╭─ Data shown

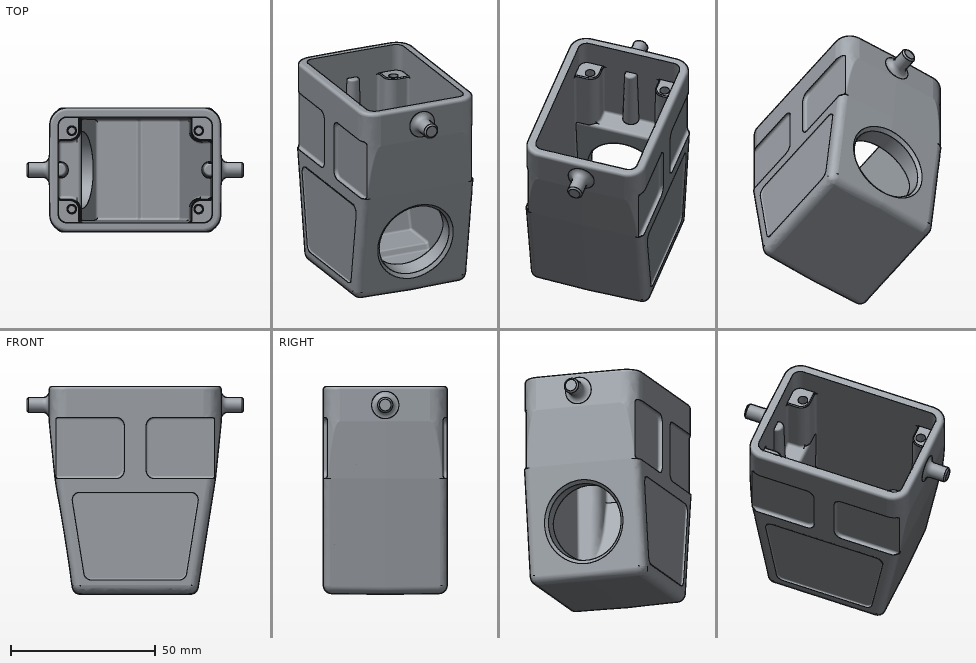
import cadquery as cq
import math

height = 72.1
half_depth = 43.0 / 2
pin_tip_x = 37.5
rim_half_width = 29.85
knee_half_width = 27.8
foot_half_width = 21.45
collar_z = 59.9
knee_z = 40.1
end_crown = 0.3
collar_corner_radius = 6.0
skirt_corner_radius = 2.55
bottom_edge_radius = 3.0
rim_edge_radius = 1.1
taper_edge_radius = 0.75

wall = 3.15
cavity_half_width = rim_half_width - wall
cavity_half_depth = half_depth - wall
cavity_corner_radius = 3.0
cavity_draft = 0.8
post_top_z = 62.55
post_inner_x = 19.3
post_inner_y = 10.2
post_corner_radius = 3.4
blend_radius = 0.9
post_edge_bevel = 0.4
low_floor_z = 4.5
high_floor_z = 6.75
floor_step_x = 0.9
floor_step_run = 1.2
entry_wall_foot_x = -13.5
entry_wall_x = -18.7
entry_wall_bend_z = 21.75
ledge_z = 40.1
ledge_edge_radius = 1.1
ledge_inner_x = entry_wall_x - ledge_edge_radius - 0.4
far_wall_foot_x = 15.4
far_wall_bend_x = 26.25

screw_x = 22.0
screw_y = 13.6
screw_top_radius = 1.65
screw_bottom_radius = 1.3
screw_depth = 11.25
rib_center_x = 26.0
rib_top_radius = 2.2
rib_bottom_radius = 3.0
rib_bottom_z = 35.25
rib_edge_radius = 0.7

entry_z = 19.95
entry_radius = 13.35
entry_chamfer = 1.3
entry_depth = 15.0

window_inner_x = 3.75
window_top_z = 61.35
window_depth = 1.4
window_corner_radius = 3.0
window_floor_radius = 0.9
panel_top_z = 35.4
panel_bottom_z = 5.0
panel_margin = 4.8
panel_depth = 0.6
panel_corner_radius = 2.6
panel_floor_radius = 0.5

pin_z = 65.6
pin_radius = 2.6
pin_chamfer = 0.6
pin_flare = 2.1

clearance = 3.75
margin = 0.75
snug = 0.1
side_slope = (knee_half_width - foot_half_width) / knee_z
side_angle = math.degrees(math.atan(side_slope))


def peaked_plan(half_width, z):
    """Closed outline at height z whose two ends come to a shallow peak at y = 0."""
    corner_x = half_width - end_crown
    points = [
        (half_width, 0),
        (corner_x, half_depth),
        (-corner_x, half_depth),
        (-half_width, 0),
        (-corner_x, -half_depth),
        (corner_x, -half_depth),
    ]
    return cq.Wire.makePolygon([cq.Vector(x, y, z) for x, y in points], close=True)


def peaked_block(bottom_half_width, bottom_z, top_half_width, top_z):
    """Solid that runs straight between two peaked outlines."""
    wires = [peaked_plan(bottom_half_width, bottom_z), peaked_plan(top_half_width, top_z)]
    return cq.Workplane(obj=cq.Solid.makeLoft(wires, True))


def round_corners(body, radius):
    """Round the four upright corner edges, leaving the peaks at y = 0 sharp."""
    corners = body.faces("<Y or >Y").edges("not #Z")
    return corners.fillet(radius)


def zone(low, high):
    """Selector for everything whose center lies inside the box between two corners."""
    return cq.selectors.BoxSelector(low, high)


def is_off_center(edge):
    return abs(edge.Center().y) > margin


def make_collar():
    """Upper half: a column with large round corners, trimmed by the tapered sides."""
    column = peaked_block(rim_half_width, knee_z, rim_half_width, height)
    column = round_corners(column, collar_corner_radius)
    column = column.faces(">Z").edges().fillet(rim_edge_radius)
    taper = peaked_block(knee_half_width, knee_z, rim_half_width, collar_z)
    ring = peaked_block(rim_half_width, collar_z, rim_half_width, height)
    column = column.intersect(taper.union(ring))
    side_edges = column.edges(zone(
        (-pin_tip_x, -half_depth, knee_z + margin),
        (pin_tip_x, half_depth, collar_z - margin),
    ))
    trim_edges = side_edges.filter(lambda edge: margin < abs(edge.Center().y) < half_depth - margin)
    return trim_edges.fillet(taper_edge_radius)


def make_skirt():
    """Lower half: tapered ends, a shallow keel along the bottom and round edges."""
    block = peaked_block(foot_half_width, 0, knee_half_width, knee_z)
    keel = (
        cq.Workplane("YZ")
        .polyline([
            (0, 0),
            (half_depth, end_crown),
            (half_depth, knee_z),
            (-half_depth, knee_z),
            (-half_depth, end_crown),
        ])
        .close()
        .extrude(pin_tip_x, both=True)
    )
    block = block.intersect(keel)
    low_edges = block.edges().filter(lambda edge: edge.BoundingBox().zmax < margin)
    block = low_edges.filter(is_off_center).fillet(bottom_edge_radius)
    return round_corners(block, skirt_corner_radius)


def drafted_bay(plan, top_z, bottom_z):
    """Void with the given plan at top_z that narrows downward by the cavity draft."""
    return (
        cq.Workplane("XY", origin=(0, 0, top_z))
        .placeSketch(plan)
        .extrude(bottom_z - top_z, taper=cavity_draft)
    )


def post_bay_plan():
    """Plan of the bay between the four corner posts, at the height of their tops."""
    inset = (height - post_top_z) * math.tan(math.radians(cavity_draft))
    plan = (
        cq.Sketch()
        .rect(2 * (cavity_half_width - inset), 2 * post_inner_y)
        .rect(2 * post_inner_x, 2 * (cavity_half_depth - inset))
        .clean()
    )
    post_noses = zone(
        (-post_inner_x - margin, -post_inner_y - margin, -margin),
        (post_inner_x + margin, post_inner_y + margin, margin),
    )
    return plan.vertices(post_noses).fillet(post_corner_radius).reset()


def rooted_bay_plan():
    """The same plan with the posts blended into the walls."""
    return post_bay_plan().vertices("<X or >X or <Y or >Y").fillet(blend_radius).reset()


def make_open_bay():
    """Upper part of the cavity, from the rim down to the tops of the posts."""
    plan = cq.Sketch().rect(2 * cavity_half_width, 2 * cavity_half_depth)
    plan = plan.vertices().fillet(cavity_corner_radius).reset()
    full_bay = drafted_bay(plan, height, low_floor_z)
    bevel_bottom_z = post_top_z - post_edge_bevel
    post_bevel = (
        cq.Workplane("XY", origin=(0, 0, bevel_bottom_z))
        .placeSketch(rooted_bay_plan())
        .extrude(post_edge_bevel, taper=-45)
        .intersect(full_bay)
    )
    return drafted_bay(plan, height, post_top_z).union(post_bevel)


def make_floor_profile():
    """Lengthwise section of the deep bay: entry wall, stepped floor and sloped far wall."""
    profile = (
        cq.Workplane("XZ")
        .polyline([
            (entry_wall_foot_x, low_floor_z),
            (floor_step_x, low_floor_z),
            (floor_step_x + floor_step_run, high_floor_z),
            (far_wall_foot_x, high_floor_z),
            (far_wall_bend_x, knee_z),
            (pin_tip_x, knee_z),
            (pin_tip_x, height),
            (ledge_inner_x, height),
            (ledge_inner_x, ledge_z),
            (entry_wall_x, ledge_z),
            (entry_wall_x, entry_wall_bend_z),
        ])
        .close()
        .extrude(half_depth, both=True)
    )
    lip = zone(
        (entry_wall_x - snug, -margin, ledge_z - margin),
        (entry_wall_x + snug, margin, ledge_z + margin),
    )
    return profile.edges(lip).fillet(ledge_edge_radius)


def make_deep_bay():
    """Bay between the posts, down to the floor, with its walls blended together."""
    bay = drafted_bay(post_bay_plan(), post_top_z, low_floor_z).intersect(make_floor_profile())
    floor_edges = bay.edges(zone(
        (entry_wall_foot_x - margin, -half_depth, 0),
        (far_wall_foot_x + margin, half_depth, high_floor_z + snug),
    ))
    far_wall_edges = bay.edges(zone(
        (far_wall_foot_x + snug, -half_depth, high_floor_z + snug),
        (pin_tip_x, half_depth, knee_z - snug),
    )).filter(is_off_center)
    side_roots = bay.edges("not #Z").filter(
        lambda edge: abs(edge.Center().y) > cavity_half_depth - margin
        and edge.BoundingBox().zmax > post_top_z - margin
    )
    bay = floor_edges.add(far_wall_edges).add(side_roots).fillet(blend_radius)
    end_roots = bay.edges(zone(
        (far_wall_bend_x, -post_inner_y - margin, knee_z + margin),
        (pin_tip_x, post_inner_y + margin, post_top_z - margin),
    )).filter(is_off_center)
    return end_roots.fillet(blend_radius)


def make_ledge_bay():
    """Shallow pocket above the entry wall, between the two posts of that end."""
    bay = drafted_bay(rooted_bay_plan(), post_top_z, ledge_z)
    bay = bay.faces("<Z").edges().fillet(blend_radius)
    end_block = (
        cq.Workplane("XY")
        .box(pin_tip_x, 2 * half_depth, height, centered=(False, True, False))
        .translate((ledge_inner_x - pin_tip_x, 0, 0))
    )
    return bay.intersect(end_block)


def make_screw_holes():
    """Four blind, slightly tapered screw holes down into the posts."""
    hole = cq.Workplane(obj=cq.Solid.makeCone(
        screw_bottom_radius, screw_top_radius, screw_depth, pnt=cq.Vector(0, 0, -screw_depth)))
    holes = cq.Workplane()
    for x in (-screw_x, screw_x):
        for y in (-screw_y, screw_y):
            holes = holes.union(hole.translate((x, y, post_top_z)))
    return holes


def make_rib(side):
    """Tapered half-round guide rib on the inside of one end wall."""
    base = cq.Vector(side * rib_center_x, 0, rib_bottom_z)
    rib = cq.Solid.makeCone(rib_bottom_radius, rib_top_radius, post_top_z - rib_bottom_z, pnt=base)
    return cq.Workplane(obj=rib).faces(">Z").edges().fillet(rib_edge_radius)


def make_entry():
    """Round cable entry square to the tapered end wall, with a chamfered mouth."""
    mouth_x = -(foot_half_width + side_slope * entry_z)
    mouth_radius = entry_radius + entry_chamfer
    profile = [
        (0, -clearance),
        (mouth_radius, -clearance),
        (mouth_radius, 0),
        (entry_radius, entry_chamfer),
        (entry_radius, entry_depth),
        (0, entry_depth),
    ]
    cutter = cq.Workplane("XY").polyline(profile).close().revolve(360, (0, 0), (0, 1))
    cutter = cutter.rotate((0, 0, 0), (0, 0, 1), -90)
    cutter = cutter.rotate((0, 0, 0), (0, 1, 0), -side_angle)
    return cutter.translate((mouth_x, 0, entry_z))


def make_window():
    """Recess in the front face that runs out through the rounded +X corner."""
    width = pin_tip_x - window_inner_x
    window_height = window_top_z - knee_z
    cutter = (
        cq.Workplane("XY")
        .box(width, window_depth + clearance, window_height, centered=False)
        .translate((window_inner_x, -half_depth - clearance, knee_z))
    )
    cutter = cutter.faces("<X").edges("|Y").fillet(window_corner_radius)
    return cutter.faces(">Y").edges("not >X").fillet(window_floor_radius)


def make_panel():
    """Shallow trapezoid recess in the front face whose sides follow the tapered ends."""
    bottom_x = foot_half_width + side_slope * panel_bottom_z - panel_margin
    top_x = foot_half_width + side_slope * panel_top_z - panel_margin
    cutter = (
        cq.Workplane("XZ", origin=(0, panel_depth - half_depth, 0))
        .polyline([
            (-bottom_x, panel_bottom_z),
            (bottom_x, panel_bottom_z),
            (top_x, panel_top_z),
            (-top_x, panel_top_z),
        ])
        .close()
        .extrude(panel_depth + clearance)
    )
    cutter = cutter.edges("|Y").fillet(panel_corner_radius)
    return cutter.faces(">Y").edges().fillet(panel_floor_radius)


def make_pin():
    """Locking pin on the +X end with a flared root and a chamfered tip."""
    root_x = rim_half_width - wall / 2
    flare_x = rim_half_width
    flare_radius = pin_radius + pin_flare
    middle = pin_flare * (1 - math.sqrt(0.5))
    return (
        cq.Workplane("XY")
        .moveTo(root_x, 0)
        .lineTo(root_x, flare_radius)
        .lineTo(flare_x, flare_radius)
        .threePointArc((flare_x + middle, pin_radius + middle), (flare_x + pin_flare, pin_radius))
        .lineTo(pin_tip_x - pin_chamfer, pin_radius)
        .lineTo(pin_tip_x, pin_radius - pin_chamfer)
        .lineTo(pin_tip_x, 0)
        .close()
        .revolve(360, (0, 0), (1, 0))
        .translate((0, 0, pin_z))
    )


body = make_collar().union(make_skirt())

pin = make_pin()
body = body.union(pin).union(pin.mirror("YZ"))

window = make_window()
window = window.union(window.mirror("YZ"))
for recess in (window, make_panel()):
    body = body.cut(recess).cut(recess.mirror("XZ"))

open_bay = make_open_bay()
cavity = make_deep_bay().union(make_ledge_bay())
for side in (-1, 1):
    rib = make_rib(side)
    cavity = cavity.cut(rib)
    open_bay = open_bay.cut(rib)
body = body.cut(cavity).cut(open_bay)
body = body.cut(make_screw_holes()).cut(make_entry())

result = body

╰─

▶ _What the task requires_: Here the job is to output the lines from the top of the listing through the line holding "cavity_half_width = rim_half_width - wall", word for word and without pictures.

▶ _Task response_:
import cadquery as cq
import math

height = 72.1
half_depth = 43.0 / 2
pin_tip_x = 37.5
rim_half_width = 29.85
knee_half_width = 27.8
foot_half_width = 21.45
collar_z = 59.9
knee_z = 40.1
end_crown = 0.3
collar_corner_radius = 6.0
skirt_corner_radius = 2.55
bottom_edge_radius = 3.0
rim_edge_radius = 1.1
taper_edge_radius = 0.75

wall = 3.15
cavity_half_width = rim_half_width - wall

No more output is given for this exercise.